I can think of two places. A first is next to the other tools, such as
the mask and crop tool, because there is a lot of free space here. The
second one is to place these buttons somewhere in the film strip, but
at a fixed position (so they aren't a moving target like in digikam).

But the forward and backward buttons brings in another question. How
they should behave when stacks are used? Assume you have two stacks
made of three images. You have selected the second image in both
stacks. Should the forward button move to the next pair of stacks or
should it switch to the third image in the current stacks? I think
there should actually be two pairs of buttons. One pair of buttons
would switch to a next/previous image in the current stacks, the one
would switch to a next pair of stacks.

> And I would make context-dependent functions (as Thomas started to implement)
> accessible via a menu, so that they do not take up screen space.

I agree.

> It would be neat if the fast preview was the hub and those mockup screens
> would open up from hot spots / context menu there and in the image browser.
>
> The context-menu on the image would bring up a choice of
> - images_advanced
> - maskingtext-menu on the link

I thought it will completely replace the images tab. But yeah, it
would be good to have some browser which would show all images at
once, without any unnecessary widgets. However I'd prefer if these
mockups would open using (double?) click on an image rather than use
context menu for this.

> While on links between images it would bring up images_multiple or
> images_CP_advanced.

Yep, I wouldn't want lose the this connection between CP tab and fast
preview.
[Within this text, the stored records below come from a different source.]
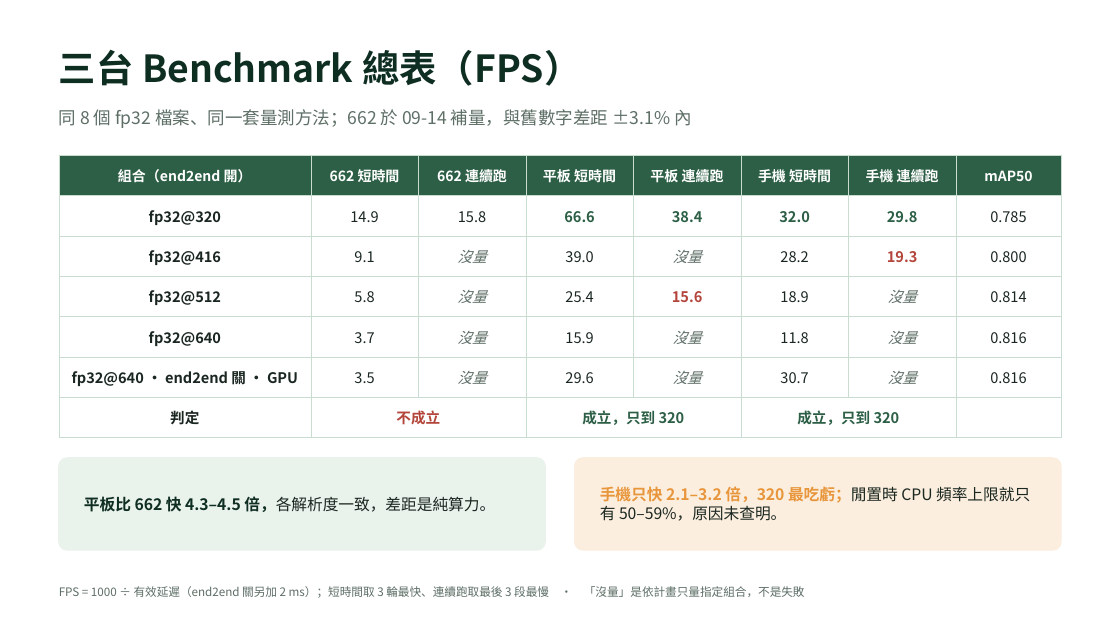
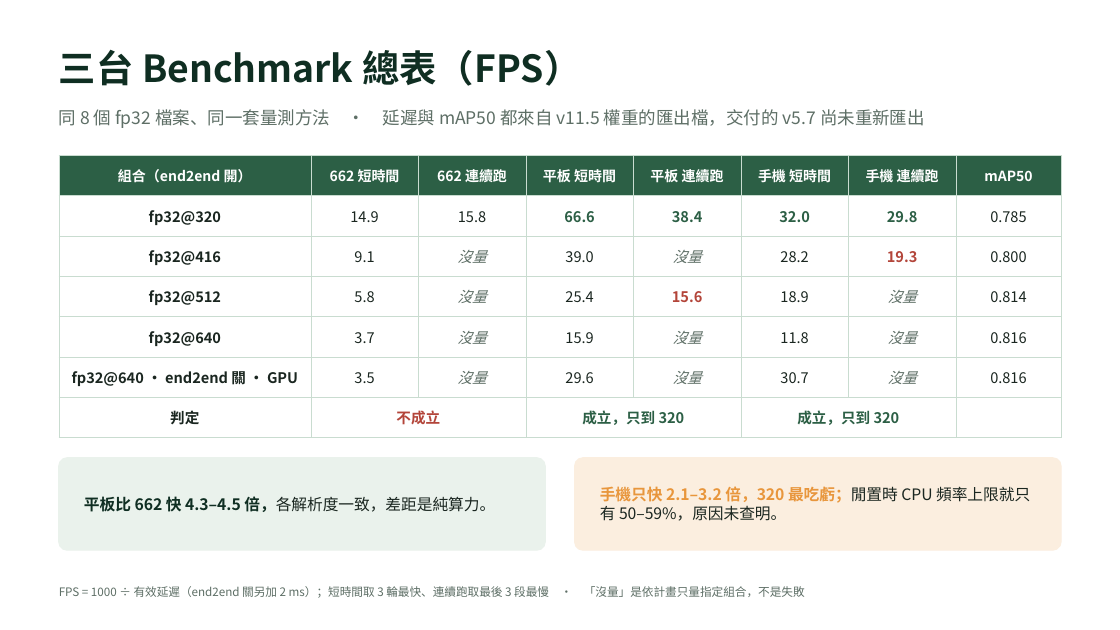
Before and after one commit to OneLeaf-dx/detection, a slide deck: slide 12 of docs/v12.3_簡報_口頭報告.pptx. Drawn at 1120x630 pixels with LibreOffice and Linux fonts; fonts in the diff are those of the drawing. Boxes give left, top, right and bottom in pixels: in the first picture for what was removed or moved away, otherwise in the second. Text is boxed around its words. In the diff, an @@ line names an element or a change of style, - is before the commit and + after.

```diff
--- a/docs/v12.3_簡報_口頭報告.pptx
+++ b/docs/v12.3_簡報_口頭報告.pptx
@@ text at <box>59,109,925,128</box>: text changed @@
-同 8 個 fp32 檔案、同一套量測方法；662 於 09-14 補量，與舊數字差距 ±3.1% 內
+同 8 個 fp32 檔案、同一套量測方法 · 延遲與 mAP50 都來自 v11.5 權重的匯出檔，交付的 v5.7 尚未重新匯出
```
Also in this commit, not shown: 8 other slides changed, 4 other files.

It's too useful to be removed.

> One key (spacebar?) in the fast preview would toggle visibility of the
> hotspots/links between images.
>
> The linear workflow is dead.  While it is still conceptually valid at an
> abstract level, it is too far removed from the reality.
>
> For simple projects I only use the CP tab to add vertical CPs; then the
> optimizer to straighten the panorama; then the fast preview and the stitcher
> tab to frame the pano.
>
> For complex projects it is a non-linear forth and back between the different
> tabs, in most cases starting from an automatically generated project.
>
> Only if the assistant fails the project completely I start from scratch, and
> only then does the tab order make more or less sense.
>
> There are a few things still missing in the fast preview, first and foremost:
> - zooming in and out
> - rendering of HDR (to make the old preview redundant)
>
> But IMHO it is ready to take over as main app display soon.
>
> Then we need one screen to summarize/hide the process
> (assistant/optimizer/exposure/stitcher) - maybe inside ptbatcher?
>
> yuv
>

Anyway, I think we should keep it slow. Evolution, not revolution. If
something similar to the mockups would be implemented, I'd start by
implementing images tab functionality into such screen first. Then,
after it has been tested, the functionality of other tabs might be
added one by one while removing these tabs.